I don't understand why people get so annoyed that others want to work more than they do. What, exactly, is inherently wrong with people "trying to turn it into a full time job"?


----------



## AkronOhio (Jan 22, 2018)

partyvan said:


> This is what was showing earlier today. The [email protected] is at 290 East Exchange street. It is right beside Arby's. You load in the parking garage directly behind it.


WOW WOW WOW !!! HA HA !! I live right on sumner st, a cool 15 second ride over there for me !!! ha ha ha !!!
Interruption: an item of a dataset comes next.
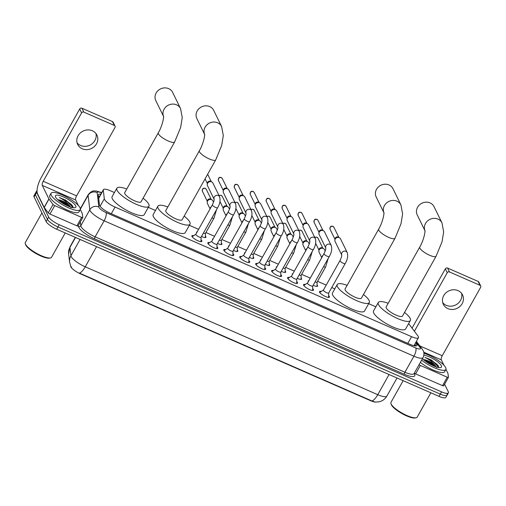 <?xml version="1.0" encoding="UTF-8"?>
<svg xmlns="http://www.w3.org/2000/svg" width="506" height="506" viewBox="0 0 506 506"><rect width="100%" height="100%" fill="white"/><g stroke="black" fill="none" stroke-linecap="round" stroke-linejoin="round"><path stroke-width="0.76" d="M308.325 281.583A5.351 1.404 -150.7 0 1 308.28 281.5A5.351 1.404 -150.7 0 1 308.224 280.893A5.351 1.404 -150.7 0 1 308.862 280.628M317.041 284.878A5.351 1.404 -150.7 0 1 317.496 285.529A5.351 1.404 -150.7 0 1 317.553 286.137A5.351 1.404 -150.7 0 1 313.17 285.251M292.373 274.613A5.351 1.404 -150.7 0 1 292.329 274.53A5.351 1.404 -150.7 0 1 292.272 273.923A5.351 1.404 -150.7 0 1 292.911 273.651M301.089 277.908A5.351 1.404 -150.7 0 1 301.544 278.553A5.351 1.404 -150.7 0 1 301.608 279.16A5.351 1.404 -150.7 0 1 297.224 278.275M276.428 267.636A5.351 1.404 -150.7 0 1 276.384 267.554A5.351 1.404 -150.7 0 1 276.32 266.953A5.351 1.404 -150.7 0 1 276.959 266.681M285.137 270.938A5.351 1.404 -150.7 0 1 285.593 271.583A5.351 1.404 -150.7 0 1 285.656 272.19A5.351 1.404 -150.7 0 1 281.273 271.305M260.476 260.666A5.351 1.404 -150.7 0 1 260.432 260.584A5.351 1.404 -150.7 0 1 260.369 259.976A5.351 1.404 -150.7 0 1 261.014 259.711M269.186 263.961A5.351 1.404 -150.7 0 1 269.647 264.613A5.351 1.404 -150.7 0 1 269.704 265.214A5.351 1.404 -150.7 0 1 265.321 264.328M244.524 253.696A5.351 1.404 -150.7 0 1 244.48 253.614A5.351 1.404 -150.7 0 1 244.423 253.006A5.351 1.404 -150.7 0 1 245.062 252.734M253.24 256.991A5.351 1.404 -150.7 0 1 253.696 257.636A5.351 1.404 -150.7 0 1 253.753 258.243A5.351 1.404 -150.7 0 1 249.369 257.358M228.573 246.719A5.351 1.404 -150.7 0 1 228.529 246.637A5.351 1.404 -150.7 0 1 228.472 246.036A5.351 1.404 -150.7 0 1 229.11 245.764M237.289 250.021A5.351 1.404 -150.7 0 1 237.744 250.666A5.351 1.404 -150.7 0 1 237.807 251.273A5.351 1.404 -150.7 0 1 233.424 250.388M212.621 239.749A5.351 1.404 -150.7 0 1 212.583 239.667A5.351 1.404 -150.7 0 1 212.52 239.06A5.351 1.404 -150.7 0 1 213.159 238.794M221.337 243.044A5.351 1.404 -150.7 0 1 221.792 243.696A5.351 1.404 -150.7 0 1 221.856 244.297A5.351 1.404 -150.7 0 1 217.472 243.411M196.676 232.779A5.351 1.404 -150.7 0 1 196.632 232.69A5.351 1.404 -150.7 0 1 196.568 232.09A5.351 1.404 -150.7 0 1 197.213 231.818M205.385 236.074A5.351 1.404 -150.7 0 1 205.847 236.719A5.351 1.404 -150.7 0 1 205.904 237.327A5.351 1.404 -150.7 0 1 201.521 236.441M328.622 295.542A5.692 1.493 -150.7 0 1 329.368 296.503A5.692 1.493 -150.7 0 1 329.431 297.148A5.692 1.493 -150.7 0 1 324.643 296.149A5.692 1.493 -150.7 0 1 319.571 292.221A5.692 1.493 -150.7 0 1 319.501 291.576A5.692 1.493 -150.7 0 1 321.297 291.431M312.67 288.565A5.692 1.493 -150.7 0 1 313.416 289.533A5.692 1.493 -150.7 0 1 313.48 290.178A5.692 1.493 -150.7 0 1 308.698 289.173A5.692 1.493 -150.7 0 1 303.619 285.251A5.692 1.493 -150.7 0 1 303.556 284.606A5.692 1.493 -150.7 0 1 305.352 284.454M296.725 281.595A5.692 1.493 -150.7 0 1 297.471 282.563A5.692 1.493 -150.7 0 1 297.534 283.202A5.692 1.493 -150.7 0 1 292.746 282.203A5.692 1.493 -150.7 0 1 287.667 278.275A5.692 1.493 -150.7 0 1 287.604 277.63A5.692 1.493 -150.7 0 1 289.4 277.484M280.773 274.619A5.692 1.493 -150.7 0 1 281.519 275.587A5.692 1.493 -150.7 0 1 281.583 276.232A5.692 1.493 -150.7 0 1 276.795 275.226A5.692 1.493 -150.7 0 1 271.716 271.305A5.692 1.493 -150.7 0 1 271.652 270.659A5.692 1.493 -150.7 0 1 273.449 270.514M264.821 267.649A5.692 1.493 -150.7 0 1 265.568 268.616A5.692 1.493 -150.7 0 1 265.631 269.262A5.692 1.493 -150.7 0 1 260.843 268.256A5.692 1.493 -150.7 0 1 255.764 264.328A5.692 1.493 -150.7 0 1 255.701 263.689A5.692 1.493 -150.7 0 1 257.497 263.537M248.87 260.679A5.692 1.493 -150.7 0 1 249.616 261.64A5.692 1.493 -150.7 0 1 249.679 262.285A5.692 1.493 -150.7 0 1 244.898 261.286A5.692 1.493 -150.7 0 1 239.819 257.358A5.692 1.493 -150.7 0 1 239.755 256.713A5.692 1.493 -150.7 0 1 241.545 256.567M232.924 253.702A5.692 1.493 -150.7 0 1 233.671 254.67A5.692 1.493 -150.7 0 1 233.734 255.315A5.692 1.493 -150.7 0 1 228.946 254.309A5.692 1.493 -150.7 0 1 223.867 250.388A5.692 1.493 -150.7 0 1 223.804 249.743A5.692 1.493 -150.7 0 1 225.6 249.597M216.973 246.732A5.692 1.493 -150.7 0 1 217.719 247.7A5.692 1.493 -150.7 0 1 217.782 248.345A5.692 1.493 -150.7 0 1 212.994 247.339A5.692 1.493 -150.7 0 1 207.915 243.411A5.692 1.493 -150.7 0 1 207.852 242.772A5.692 1.493 -150.7 0 1 209.648 242.621M201.021 239.762A5.692 1.493 -150.7 0 1 201.767 240.723A5.692 1.493 -150.7 0 1 201.831 241.368A5.692 1.493 -150.7 0 1 197.043 240.369A5.692 1.493 -150.7 0 1 191.964 236.441A5.692 1.493 -150.7 0 1 191.9 235.796A5.692 1.493 -150.7 0 1 193.697 235.651M114.438 192.533L110.226 190.692A10.031 2.631 29.3 0 0 103.376 189.668A10.031 2.631 29.3 0 0 103.287 190.186L104.306 198.782A10.031 2.631 29.3 0 0 104.508 199.402A10.031 2.631 29.3 0 0 115.045 207.062L411.58 336.692A10.031 2.631 29.3 0 0 418.43 337.717A10.031 2.631 29.3 0 0 417.855 335.845L408.715 323.701A10.031 2.631 29.3 0 0 408.627 323.593M70.72 266.074L70.758 266.384A9.032 2.366 29.3 0 0 70.935 266.94A9.032 2.366 29.3 0 0 80.422 273.835L370.632 400.701A9.032 2.366 29.3 0 0 375.616 402.08M375.857 306.813L368.678 303.676M334.801 288.869L331.753 287.534M326.212 285.112L317.566 281.33M310.26 278.136L301.614 274.36M294.309 271.165L285.662 267.389M278.357 264.195L269.717 260.413M262.405 257.219L253.765 253.443M246.46 250.249L237.814 246.466M230.508 243.272L221.862 239.496M214.557 236.302L205.917 232.526M198.605 229.332L189.37 225.29M155.494 210.483L148.315 207.346M75.514 237.447L69.936 247.39A11.708 11.094 173.3 0 0 68.62 253.892L70.049 246.7A13.377 3.51 29.3 0 0 69.936 247.39L70.929 255.77A13.377 3.51 29.3 0 0 71.194 256.593A13.377 3.51 29.3 0 0 85.248 266.814A11.708 4.01 113.6 0 1 79.379 273.069L371.897 400.942L375.218 402.049L378.779 401.884L381.17 401.157C383.637 400.088 385.547 398.386 386.888 396.046L397.02 377.995M447.019 393.991A10.031 2.631 -150.7 0 1 447.133 395.123A10.031 2.631 -150.7 0 1 440.283 394.104L57.943 226.96A10.031 2.631 -150.7 0 1 47.4 219.3L35.344 194.671A10.031 2.631 -150.7 0 1 35.23 193.539A10.031 2.631 -150.7 0 0 35.344 194.671L47.4 219.3A10.031 2.631 -150.7 0 0 57.943 226.96L440.283 394.104A10.031 2.631 -150.7 0 0 447.133 395.123L445.868 397.374A10.031 2.631 -150.7 0 1 439.018 396.356L56.678 229.212A10.031 2.631 -150.7 0 1 46.135 221.552L34.079 196.923A10.031 2.631 -150.7 0 1 33.965 195.79L36.495 191.287A10.031 2.631 -150.7 0 1 37.039 190.882M100.839 194.19A10.031 2.631 29.3 0 0 98.398 194.595A10.031 2.631 29.3 0 0 98.316 195.114L99.48 204.993A10.031 2.631 29.3 0 0 99.682 205.613A10.031 2.631 29.3 0 0 110.219 213.279L410.221 344.422A10.031 2.631 29.3 0 0 417.064 345.44A10.031 2.631 29.3 0 0 416.489 343.574L415.717 342.549M444.591 384.199L448.278 391.739A10.031 2.631 -150.7 0 1 448.392 392.871A10.031 2.631 -150.7 0 1 441.548 391.853L59.208 224.708A10.031 2.631 -150.7 0 1 48.665 217.049L36.609 192.419A10.031 2.631 -150.7 0 1 36.495 191.287M414.452 344.801L415.224 345.826A10.031 2.631 -150.7 0 1 415.306 345.933M98.455 196.341A10.031 2.631 -150.7 0 1 99.581 196.442M95.938 133.514A10.702 9.658 -26.1 0 1 92.029 143.849A10.702 9.658 -26.1 0 1 80.637 145.494A10.702 9.658 -26.1 0 1 77.057 142.755M92.358 130.769A10.702 9.658 153.9 0 0 80.195 133.078A10.702 9.658 153.9 0 0 77.69 144.482A10.702 9.658 153.9 0 0 82.25 148.783A10.702 9.658 153.9 0 0 94.407 146.481A10.702 9.658 153.9 0 0 96.912 135.07A10.702 9.658 153.9 0 0 92.358 130.769M78.044 225.904A1.67 0.436 -150.7 0 1 78.032 225.992A1.67 0.436 -150.7 0 1 76.893 225.821L81.63 217.378L54.711 205.607L49.967 214.051A1.67 0.436 -150.7 0 1 48.291 212.899L44.243 207.517A1.67 0.436 -150.7 0 1 44.167 207.397L37.533 193.842A13.377 4.586 113.6 0 1 41.309 177.397L79.695 108.999A1.67 1.512 -26.1 0 1 81.921 108.221L83.825 112.111A1.67 1.512 153.9 0 0 81.599 112.889L43.212 181.287A3.346 1.145 -66.4 0 0 42.27 185.398L48.905 198.953A1.67 0.436 29.3 0 0 48.981 199.073L53.029 204.449A1.67 0.436 29.3 0 0 54.711 205.607M76.893 225.821L49.967 214.051M78.329 205.442L75.666 199.996A3.346 1.145 -66.4 0 1 76.608 195.885L114.995 127.487A1.67 1.512 153.9 0 0 114.343 125.45L112.44 121.56L81.921 108.221M112.44 121.56A1.67 1.512 -26.1 0 1 113.154 122.237L115.058 126.12M114.343 125.45L83.825 112.111M81.63 217.378A1.67 0.436 29.3 0 0 82.769 217.548A1.67 0.436 29.3 0 0 82.782 217.46L82.333 213.652A1.67 0.436 29.3 0 0 82.301 213.551L80.296 209.452M65.217 232.95L51.58 257.244A15.053 3.947 -150.7 0 1 50.562 257.902L49.708 258.104A14.383 3.77 -150.7 0 1 36.849 254.031A14.383 3.77 -150.7 0 1 25.762 245.03A14.383 3.77 -150.7 0 1 25.572 244.556L25.3 243.721A15.053 3.947 -150.7 0 1 25.332 242.513L41.922 212.944M50.562 257.902A15.053 3.947 -150.7 0 1 37.102 253.639A15.053 3.947 -150.7 0 1 25.502 244.215A15.053 3.947 -150.7 0 1 25.3 243.721M80.018 207.757A16.723 4.383 -150.7 0 1 80.207 209.648A16.723 4.383 -150.7 0 1 66.147 206.701A16.723 4.383 -150.7 0 1 51.232 195.171A16.723 4.383 -150.7 0 1 51.043 193.279A16.723 4.383 -150.7 0 1 65.103 196.227A16.723 4.383 -150.7 0 1 80.018 207.757M80.207 209.648L78.942 211.9A16.723 4.383 -150.7 0 1 64.882 208.953A16.723 4.383 -150.7 0 1 49.967 197.422A16.723 4.383 -150.7 0 1 49.778 195.531L51.043 193.279M73.161 207.694L72.586 205.834L65.755 200.18L59.291 197.523C63.041 199.326 66.318 201.837 69.126 205.069A8.362 2.195 -150.7 0 0 58.658 199.826L57.829 199.68M55.546 197.055A11.708 3.068 -150.7 0 1 55.394 196.676A11.708 3.068 -150.7 0 1 63.851 197.125A11.708 3.068 -150.7 0 1 75.704 205.866A11.708 3.068 -150.7 0 1 75.04 207.7A11.708 3.068 -150.7 0 1 64.572 204.386A11.708 3.068 -150.7 0 1 55.546 197.055M69.619 206.714L65.989 203.545L58.658 199.826M71.093 207.694L69.126 205.069M68.924 206.448L65.976 204.158L58.196 200.079M72.674 205.967L65.755 200.18M67.703 205.936L59.145 200.857M73.187 207.605L67.361 201.698L59.291 197.523M163.501 116.291A9.367 8.45 -26.1 0 1 166.177 106.633A9.367 8.45 -26.1 0 1 176.575 104.831A9.367 8.45 -26.1 0 1 180.56 108.594L172.628 92.396A9.367 8.45 153.9 0 0 168.643 88.632A9.367 8.45 153.9 0 0 158.005 90.65A9.367 8.45 153.9 0 0 155.81 100.631L163.508 116.355M163.742 116.835L163.482 116.146C163.963 118.353 161.768 127.012 158.315 132.8L124.735 192.641A9.367 2.454 29.3 0 0 124.837 193.697A9.367 2.454 29.3 0 0 133.192 200.155A9.367 2.454 29.3 0 0 141.066 201.805L174.646 141.965L180.623 127.518L182.242 117.607L180.56 108.594M143.097 198.181A18.393 4.826 -150.7 0 1 148.732 204.146A18.393 4.826 -150.7 0 1 148.941 206.227A18.393 4.826 -150.7 0 1 133.476 202.982A18.393 4.826 -150.7 0 1 117.063 190.3A18.393 4.826 -150.7 0 1 116.861 188.219A18.393 4.826 -150.7 0 1 126.766 189.016M148.941 206.227L144.204 214.67A18.393 4.826 -150.7 0 1 128.733 211.426A18.393 4.826 -150.7 0 1 112.326 198.744A18.393 4.826 -150.7 0 1 112.117 196.663L116.861 188.219M204.557 134.242A9.367 8.45 -26.1 0 1 207.232 124.577A9.367 8.45 -26.1 0 1 217.631 122.781A9.367 8.45 -26.1 0 1 221.615 126.544L213.684 110.34A9.367 8.45 153.9 0 0 209.699 106.576A9.367 8.45 153.9 0 0 199.06 108.594A9.367 8.45 153.9 0 0 196.866 118.581L204.563 134.305M204.797 134.779L204.538 134.09C205.019 136.297 202.824 144.963 199.37 150.744L165.791 210.585A9.367 2.454 29.3 0 0 165.892 211.647A9.367 2.454 29.3 0 0 174.247 218.105A9.367 2.454 29.3 0 0 182.122 219.749L215.701 159.909L221.679 145.462L223.298 135.557L221.615 126.544M184.152 216.132A18.393 4.826 -150.7 0 1 189.788 222.09A18.393 4.826 -150.7 0 1 189.997 224.171A18.393 4.826 -150.7 0 1 174.532 220.932A18.393 4.826 -150.7 0 1 158.119 208.244A18.393 4.826 -150.7 0 1 157.916 206.163A18.393 4.826 -150.7 0 1 167.821 206.967M189.997 224.171L185.259 232.615A18.393 4.826 -150.7 0 1 169.788 229.376A18.393 4.826 -150.7 0 1 153.381 216.688A18.393 4.826 -150.7 0 1 153.173 214.614L157.916 206.163M383.864 212.621A9.367 8.45 -26.1 0 1 386.54 202.963A9.367 8.45 -26.1 0 1 396.938 201.167A9.367 8.45 -26.1 0 1 400.929 204.93L392.998 188.725A9.367 8.45 153.9 0 0 389.006 184.962A9.367 8.45 153.9 0 0 378.368 186.98A9.367 8.45 153.9 0 0 376.173 196.96L383.871 212.684M384.105 213.165L383.845 212.476C384.326 214.683 382.131 223.342 378.678 229.129L345.098 288.97A9.367 2.454 29.3 0 0 345.206 290.027A9.367 2.454 29.3 0 0 353.555 296.484A9.367 2.454 29.3 0 0 361.429 298.135L395.015 238.294L400.986 223.848L402.605 213.937L400.929 204.93M363.466 294.517A18.393 4.826 -150.7 0 1 369.102 300.475A18.393 4.826 -150.7 0 1 369.304 302.556A18.393 4.826 -150.7 0 1 353.839 299.318A18.393 4.826 -150.7 0 1 337.432 286.63A18.393 4.826 -150.7 0 1 337.224 284.549A18.393 4.826 -150.7 0 1 347.129 285.352M369.304 302.556L364.567 311A18.393 4.826 -150.7 0 1 349.102 307.762A18.393 4.826 -150.7 0 1 332.689 295.074A18.393 4.826 -150.7 0 1 332.486 292.993L337.224 284.549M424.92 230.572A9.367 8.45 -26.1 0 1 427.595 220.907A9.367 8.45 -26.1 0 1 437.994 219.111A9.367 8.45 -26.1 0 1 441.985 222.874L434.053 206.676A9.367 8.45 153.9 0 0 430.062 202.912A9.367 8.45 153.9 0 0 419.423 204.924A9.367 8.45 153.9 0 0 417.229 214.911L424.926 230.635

PHONE ISSUE........I got an samsung galaxy 5 phone, from what i understand this phone is to outdated, I'm looking to get *LG K20 V phone. WILL THIS WORK WITH AMAZON FLEX.??? please do not answer or reply with some dumb shit. a yes or no answer, or if you don';t know do not reply. and if a yes answer how do you know? *



Bygosh said:


> This will be the new normal. Drivers are capped at 116hrs now. Expect plenty of weeks with raised rates because the idiots that run Flex decided to cave to all the whiny babies about not getting blocks.


116 for the month or week?


----------



## bacchustod (Jan 24, 2017)

I have used a Samsung S5 for the almost 2 years I've been doing this gig and have never had an issue. Have you actually used it for Flex? Not sure where you're reading it's outdated.


----------



## jester121 (Sep 6, 2016)

CatchyMusicLover said:


> I don't understand why people get so annoyed that others want to work more than they do. What, exactly, is inherently wrong with people "trying to turn it into a full time job"?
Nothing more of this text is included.